In the event such termination of employment
occurs during the three-month period prior to, or during the 24-month period following, a “change in control” of the Company,
then Ms. Boswell will be entitled to receive (a) the amounts described in clause (i) (with such amounts paid in a lump sum if the termination
of employment occurs on or after a change in control) and clause (ii) above, (b) a payment equal to the sum of the incentive compensation
payouts that she received for the four completed seasons prior to the termination date (with the payout for any partial seasonal performance
period to be annualized and the target seasonal incentive opportunity to be included if she has not been employed long enough to be eligible
for four seasonal incentive payouts), (c) her incentive compensation award for the season in which the termination date occurs, prorated
based on the number of days employed during such season and determined by reference to the average of the incentive compensation payouts
she received for the four completed seasons prior to the termination date (with the payout for any partial seasonal performance period
to be annualized and the target seasonal incentive opportunity to be included in such average if she has not been employed long enough
to be eligible for four seasonal incentive payouts) and (d) accelerated vesting of any outstanding unvested equity awards held by her
(including the Sign-On RSUs), with performance goals deemed to be achieved at target levels if less than one-third of the applicable performance
period has lapsed, otherwise performance goals will be deemed achieved at maximum levels.
The above payments and benefits are subject
to Ms.

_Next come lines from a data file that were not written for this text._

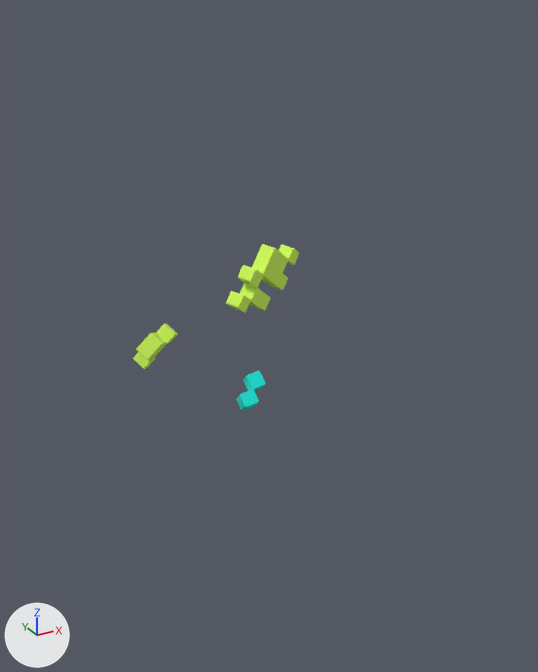
One commit to the glTF model next.js/public/renders/homepage.gltf: the scene before it, then after it.
Camera for both pictures: a camera (50 mm lens) standing at (-5.53, -12.38, 4.99) and looking at (-0.62, -3.47, 0.53). Arrows for +X, +Y and +Z are at lower left; the lights stay in place.

In view in the first picture: 'Shape 0', 'Shape 0.002'.
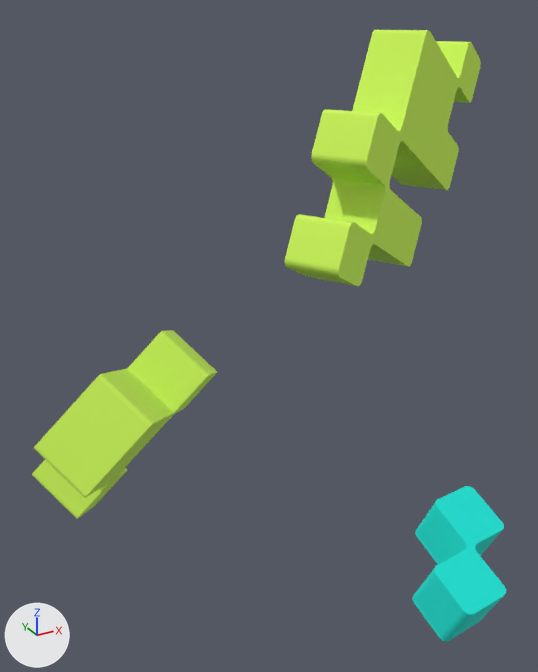
Not drawn themselves, but carrying or shaping drawn objects: ob_group, ob_vector_3, ob_group_2, ob_vector_2, ob_group_3, ob_vector.

Changed parts and their boxes (x1, y1, x2, y2) in the pictures (538 x 672 px):
'Shape 0', moved, turned, rescaled
    before: (226, 244, 299, 313)
    after: (285, 30, 481, 286)
'Shape 0.002', moved, rescaled (304% wider, 313% taller)
    before: (133, 324, 178, 369)
    after: (32, 330, 217, 519)
'Shape 0.001', moved, turned, rescaled
    before: (237, 371, 265, 411)
    after: (413, 486, 506, 642)

The change, as a list of edits to the scene's bpy script:
```text
Change ob_group:
    ob_group.location: (80.09, -67.91, 35.76) -> (184.4, -299.8, 294.2)
Change ob_vector_3:
    ob_vector_3.location: (6.048, 10.37, 46.0) -> (-7.348, 33.14, 132.7)
    ob_vector_3.rotation_euler: (0.119, 0.629, 0.52) -> (-0.00465, 0.487, 0.5)  # degrees (6.8, 36, 30) -> degrees (-0.3, 28, 29)
    ob_vector_3.scale: (0.482, 0.428, 0.428) -> (1.39, 1.23, 1.23)
Change ob_group_2:
    ob_group_2.location: (-2.296, -169.4, -136.0) -> (96.22, -620.5, -226.0)
Change ob_vector_2:
    ob_vector_2.location: (25.97, 28.38, 14.32) -> (68.55, 96.18, -5.902)
    ob_vector_2.rotation_euler: (-1.37, 0.816, -1.441) -> (-1.586, 0.416, -1.472)  # degrees (-78, 47, -83) -> degrees (-91, 24, -84)
    ob_vector_2.scale: (0.465, 0.465, 0.465) -> (1.34, 1.34, 1.34)
Change ob_group_3:
    ob_group_3.location: (-152.7, -84.17, -49.09) -> (-304.3, -331.0, -44.4)
Change ob_vector:
    ob_vector.location: (-52.08, -7.791, -10.44) -> (-176.4, -26.39, -35.35)
    ob_vector.scale: (0.404, 0.404, 0.404) -> (1.37, 1.37, 1.37)
```

Boswell’s execution and non-revocation of a release of claims.
The preceding description of the Offer Letter is only a summary and
is qualified in its entirety by the terms of the Offer Letter, dated November 1, 2022, a copy of which will
be filed as an exhibit to the Company’s quarterly report on Form 10-Q for the fiscal quarter ending October 29, 2022 or the Company’s
annual report on Form 10-K for the fiscal year ending January 28, 2023.